Partir, c’est à la fois vivre et mourir

Les cloches se mettent à sonner, puis c’est le muezzin qui entonne son appel à la prière. On n’est plus en Cisjordanie mais à Jérusalem-Est, la partie palestinienne annexée par l’État hébreu en 1967. Raed a 25 ans, un diplôme d’ingénieur industriel obtenu aux États-Unis et un talent certain pour le dessin. Son horizon pour le moment se limite à l’entreprise de commerce de son père, où il donne un coup de main. Il désespère de trouver un emploi à la mesure de ses compétences, bien réelles. Certes, Raed pourrait postuler dans une entreprise israélienne, mais, à supposer qu’il soit engagé, comment accepter d’offrir ses talents à l’occupant? Les Palestiniens de Jérusalem ont le statut de « résident », ils ne sont ni Israéliens, ni Palestiniens de Cisjordanie.
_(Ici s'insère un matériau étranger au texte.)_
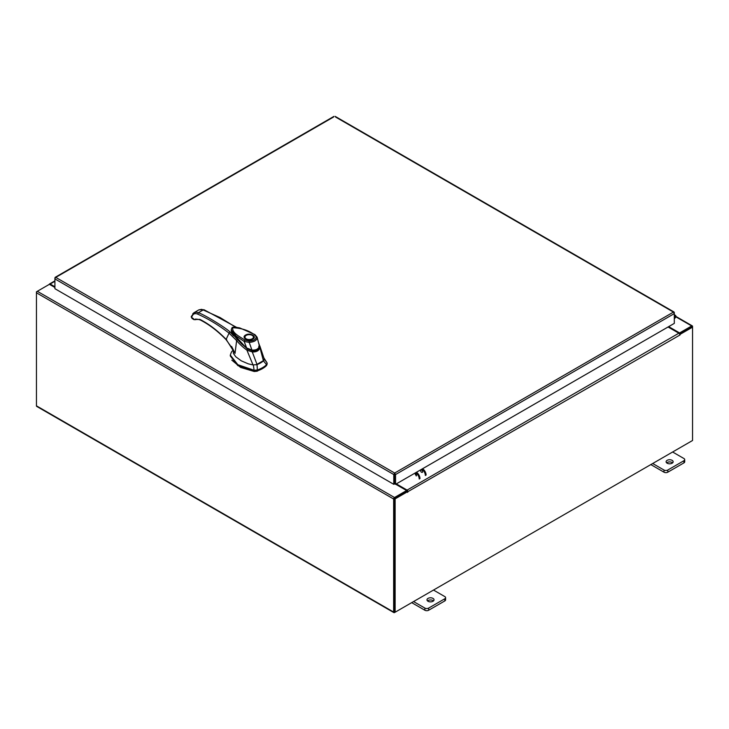 <?xml version="1.0" encoding="UTF-8"?>
<svg xmlns="http://www.w3.org/2000/svg" width="729" height="729" viewBox="0 0 729 729"><rect width="100%" height="100%" fill="white"/><g stroke="black" fill="none" stroke-linecap="round" stroke-linejoin="round"><path stroke-width="1.09" d="M674.307 316.504A0.884 0.51 -60 0 1 674.854 317.479L674.307 318.026M674.307 315.73A1.759 1.021 -60 0 1 675.519 315.402A1.759 1.021 -60 0 1 675.81 315.757A1.759 1.021 -60 0 1 675.063 318.035L674.307 318.792M432.999 598.391A3.527 2.032 0 0 0 429.162 597.953A3.527 2.032 0 0 0 426.984 599.83A3.527 2.032 0 0 0 428.014 601.27A3.527 2.032 0 0 0 431.86 601.707A3.527 2.032 0 0 0 434.028 599.83A3.527 2.032 0 0 0 432.999 598.391M433.491 600.915A3.527 2.032 0 0 0 432.999 600.559A3.527 2.032 0 0 0 427.522 600.915M413.571 601.562L424.879 608.086A2.679 1.549 0 0 0 428.661 608.086L444.808 598.764A2.679 1.549 0 0 0 445.592 597.671A2.679 1.549 0 0 0 444.808 596.586L433.5 590.053M428.661 608.086L428.661 610.246L444.808 600.933L444.808 598.764M411.703 602.637L424.879 610.246L424.879 608.086M445.592 597.671L445.592 599.839A2.679 1.549 180 0 1 444.808 600.933M428.661 610.246A2.679 1.549 180 0 1 424.879 610.246M672.12 460.336A3.527 2.032 0 0 0 668.283 459.899A3.527 2.032 0 0 0 666.106 461.776A3.527 2.032 0 0 0 667.144 463.216A3.527 2.032 0 0 0 670.981 463.653A3.527 2.032 0 0 0 673.149 461.776A3.527 2.032 0 0 0 672.12 460.336M672.612 462.86A3.527 2.032 0 0 0 672.12 462.505A3.527 2.032 0 0 0 666.652 462.86M652.692 463.507L664.001 470.032A2.679 1.549 0 0 0 667.791 470.032L683.93 460.71A2.679 1.549 0 0 0 684.713 459.616A2.679 1.549 0 0 0 683.93 458.523L672.621 451.998M667.791 470.032L667.791 472.192L683.93 462.879L683.93 460.71M650.824 464.583L664.001 472.192L664.001 470.032M684.713 459.616L684.713 461.785A2.679 1.549 180 0 1 683.93 462.879M667.791 472.192A2.679 1.549 180 0 1 664.001 472.192M260.572 362.924A22.189 12.812 0 0 0 263.442 360.882L266.513 364.673A24.959 14.416 180 0 1 262.531 367.671A24.959 14.416 180 0 1 257.337 369.977L257.045 364.573A22.189 12.812 0 0 0 260.572 362.924M267.087 363.789L266.513 365.584L267.087 362.887L263.807 357.802M233.052 350.157L231.421 352.061L230.3 355.069L237.809 364.691L254.239 370.305L257.337 369.977L257.337 370.879A24.959 14.416 0 0 0 266.513 365.584M253.346 364.937L254.239 371.207L237.809 365.594L230.3 355.971L230.3 355.069M267.142 364.236L267.087 362.887L264.071 358.75M254.239 371.207L257.337 370.879M256.134 364.846L263.907 360.354M232.278 333.736L246.721 348.407L231.667 331.968M259.232 346.475C258.585 349.638 256.152 351.041 251.933 350.685L251.933 351.141M251.933 350.685L246.721 348.407M253.692 337.445A4.502 2.597 180 0 1 253.692 337.554L252.489 339.14L247.933 339.814C245.126 338.812 244.051 338.065 244.698 337.554A4.502 2.597 180 0 1 244.698 337.445M245.627 335.039C250.038 332.26 257.574 336.616 252.772 339.167C248.361 341.937 240.816 337.582 245.627 335.039M247.66 339.769A4.502 2.597 180 0 1 246.019 339.167A4.502 2.597 180 0 1 244.698 337.327A4.502 2.597 180 0 1 246.019 335.495L246.019 335.495A4.502 2.597 180 0 1 246.12 335.431M252.38 335.495L252.179 335.376A4.219 2.433 180 0 1 252.179 338.821A4.219 2.433 180 0 1 246.211 338.821A4.219 2.433 180 0 1 246.211 335.376A4.219 2.433 180 0 1 252.179 335.376L252.38 335.495A4.502 2.597 180 0 1 253.692 337.327A4.502 2.597 180 0 1 252.38 339.167A4.502 2.597 180 0 1 250.73 339.769M246.858 348.098L236.579 338.675L232.669 333.736L231.211 330.091M259.178 344.088L259.369 345.774L258.722 346.229M256.116 337.117C255.751 339.568 253.455 340.899 249.218 341.099L249.19 342.384L244.142 341.418L244.917 340.069C239.65 336.643 231.722 332.761 232.77 327.758C241.244 328.023 248.425 330.31 254.33 334.629L257.182 337.773C256.717 340.489 254.047 342.029 249.19 342.384L251.942 350.057L246.63 347.952L244.142 341.418L236.169 336.069L231.193 329.909L231.968 327.886C232.095 326.966 234.692 326.975 239.768 327.922L254.904 334.584L257.091 337.172L259.369 345.774C258.704 348.927 256.234 350.357 251.942 350.057L251.742 350.257M231.193 329.909L231.221 330.301C231.64 330.902 230.291 330.182 233.508 335.121L241.545 343.833L246.63 348.161C247.341 348.991 249.017 349.747 251.642 350.43L251.787 350.449C256.973 350.449 259.506 348.936 259.396 345.929L257.091 337.172M254.33 334.629L255.132 335.076L254.33 334.629M231.804 360.135L240.625 367.434L254.275 371.508L257.2 371.198L266.696 365.375M231.594 346.421L233.307 349.82L233.417 353.428L235.777 356.763L241.272 360.828L248.243 363.826L253.027 364.947L257.064 364.573L252.289 351.943C256.599 352.125 259.141 350.658 259.916 347.542L263.433 360.891L264.135 358.714L259.779 345.783L259.916 347.551L259.132 347.013C258.485 349.893 256.225 351.196 252.352 350.922L252.289 351.943M252.289 351.952L246.921 350.175L253.027 364.947M246.921 350.175L246.912 350.139C242.848 347.204 239.422 344.024 236.624 340.58L235.039 353.401L233.098 349.41M246.912 350.139L247.505 349.246M226.673 339.641L226.127 339.377C217.607 330.601 208.849 323.931 199.837 319.357L195.7 319.539C195.527 318.901 197.003 319.029 200.138 319.903C209.023 324.414 217.689 331.012 226.136 339.714L233.307 349.82L235.039 353.401L226.127 339.377L229.07 333.126L236.624 340.58L237.098 339.887M233.608 335.796L229.981 331.841L229.07 333.126C218.609 325.07 208.148 318.737 197.696 314.126C195.609 313.251 193.987 313.516 192.83 314.91L191.49 317.306L194.069 319.184M236.387 327.248L203.983 309.716L198.917 309.843L201.778 309.342L220.103 317.562L235.649 327.175M203.473 309.789L204.339 310.281L203.473 309.789L198.388 312.723C204.293 314.673 224.167 326.738 229.981 331.841M232.469 333.909L231.211 330.164M195.7 319.539L194.014 319.666L192.101 318.5L191.189 316.869L194.042 312.659L192.757 313.789M197.696 314.126L198.388 312.723L196.775 312.231L194.042 312.659L198.917 309.843M232.524 333.909L231.284 330.747M194.588 319.621L195.427 319.703L194.588 319.621L195.427 319.703L195.554 319.001L195.427 319.703M421.608 472.356A1.431 0.829 60 0 1 420.669 471.089A1.431 0.829 60 0 1 420.888 469.941A1.431 0.829 60 0 1 421.608 470.014A1.431 0.829 60 0 1 422.538 471.28A1.431 0.829 60 0 1 422.319 472.419M416.213 475.946A1.431 0.829 -120 0 0 416.432 474.807A1.431 0.829 -120 0 0 415.494 473.54A1.431 0.829 -120 0 0 414.783 473.476M416.241 475.454A1.431 0.829 60 0 1 415.257 473.44M422.565 468.729A5.285 3.053 60 0 1 426.091 475.071M425.344 475.499A5.285 3.053 -120 0 0 421.818 469.157M419.23 479.035A5.285 3.053 -120 0 0 415.712 472.693M416.45 472.255A5.285 3.053 60 0 1 419.977 478.598M333.682 116.95L55.778 277.394L394.662 473.039L395.546 474.552L394.662 473.039L393.778 474.552L394.517 474.123L394.517 483.901L393.778 484.329L393.778 474.552L54.912 278.915L55.176 278.041M393.778 484.329L54.912 288.693L54.912 277.886L55.778 277.394M674.052 312.732L673.441 312.085L674.307 313.607L674.307 323.384L395.546 484.329L395.546 474.552L674.307 313.607L674.307 312.586L335.449 116.95M394.799 474.123L394.799 483.901L395.546 484.329M54.912 287.49L49.408 284.31L37.325 291.29A1.239 0.711 -60 0 0 36.45 292.803L36.45 405.834A1.239 0.711 -60 0 0 36.705 406.399L393.906 612.624A1.239 0.711 120 0 0 394.517 612.56L691.675 440.999A1.239 0.711 120 0 0 691.684 440.999M393.906 612.624A1.239 0.711 120 0 1 393.642 612.059L393.642 499.028A1.239 0.711 120 0 1 394.517 497.515L406.6 490.535L395.701 484.238M394.517 498.372L406.6 491.392L406.6 490.535M668.693 326.628L679.592 332.925L691.675 325.954A1.239 0.711 120 0 1 692.295 325.89L675.874 316.404M679.291 333.609L691.766 326.802M679.592 332.925L679.592 333.782M394.425 611.713L394.389 498.6M692.295 325.89A1.239 0.711 120 0 1 692.55 326.455L692.55 327.166L680.084 334.356L679.556 334.055M54.912 286.77L50.155 284.028A1.239 0.711 -120 0 0 49.536 283.964A1.239 0.711 -120 0 0 49.299 284.374M36.705 291.937L37.316 291.29L394.517 497.515M393.642 499.028L36.45 292.803L36.45 291.791M407.593 491.683L395.136 498.873L394.389 498.445L406.855 491.255L407.648 492.376L407.967 491.619A1.239 0.711 -120 0 0 407.092 490.098L396.321 483.883M407.229 491.464L406.6 490.681M668.074 326.993L678.845 333.208A1.239 0.711 60 0 1 679.72 334.72L680.084 334.356M395.136 498.873L395.136 612.205L692.55 440.498L692.55 327.166L691.803 326.738L679.464 333.864M394.389 498.445L394.389 611.777L395.136 612.205M674.854 317.479L674.307 317.17M249.218 341.099L244.917 340.069M199.837 319.357L200.703 319.858M192.966 313.607L192.83 314.91M191.599 315.958L191.517 317.151M191.517 316.413L191.49 317.306L191.517 316.413M394.662 473.039L673.441 312.085M675.801 316.787L691.675 325.954M393.642 612.059L36.45 405.834M54.912 281.276L50.155 284.028M407.092 490.098L678.845 333.208M680.084 334.939L407.967 491.619M675.519 315.402L674.307 314.7M232.551 333.928L231.284 330.62M335.185 116.376L674.061 312.021M55.167 277.33L333.937 116.376M54.912 280.856L49.536 283.964"/></g></svg>

Pourquoi Raed n’est-il pas resté aux États-Unis après l’université où il aurait très certainement décroché un emploi? « Mais si je quitte Jérusalem, les autorités israéliennes me retireront mon statut de résident, et je serai rayé des registres, je ne pourrai plus jamais revenir chez moi! »

Certains prédisent une troisième intifada, celle de cette jeunesse majoritaire, éduquée, désabusée, frustrée et terriblement lucide.

 


(1) Tous les prénoms ont été changés.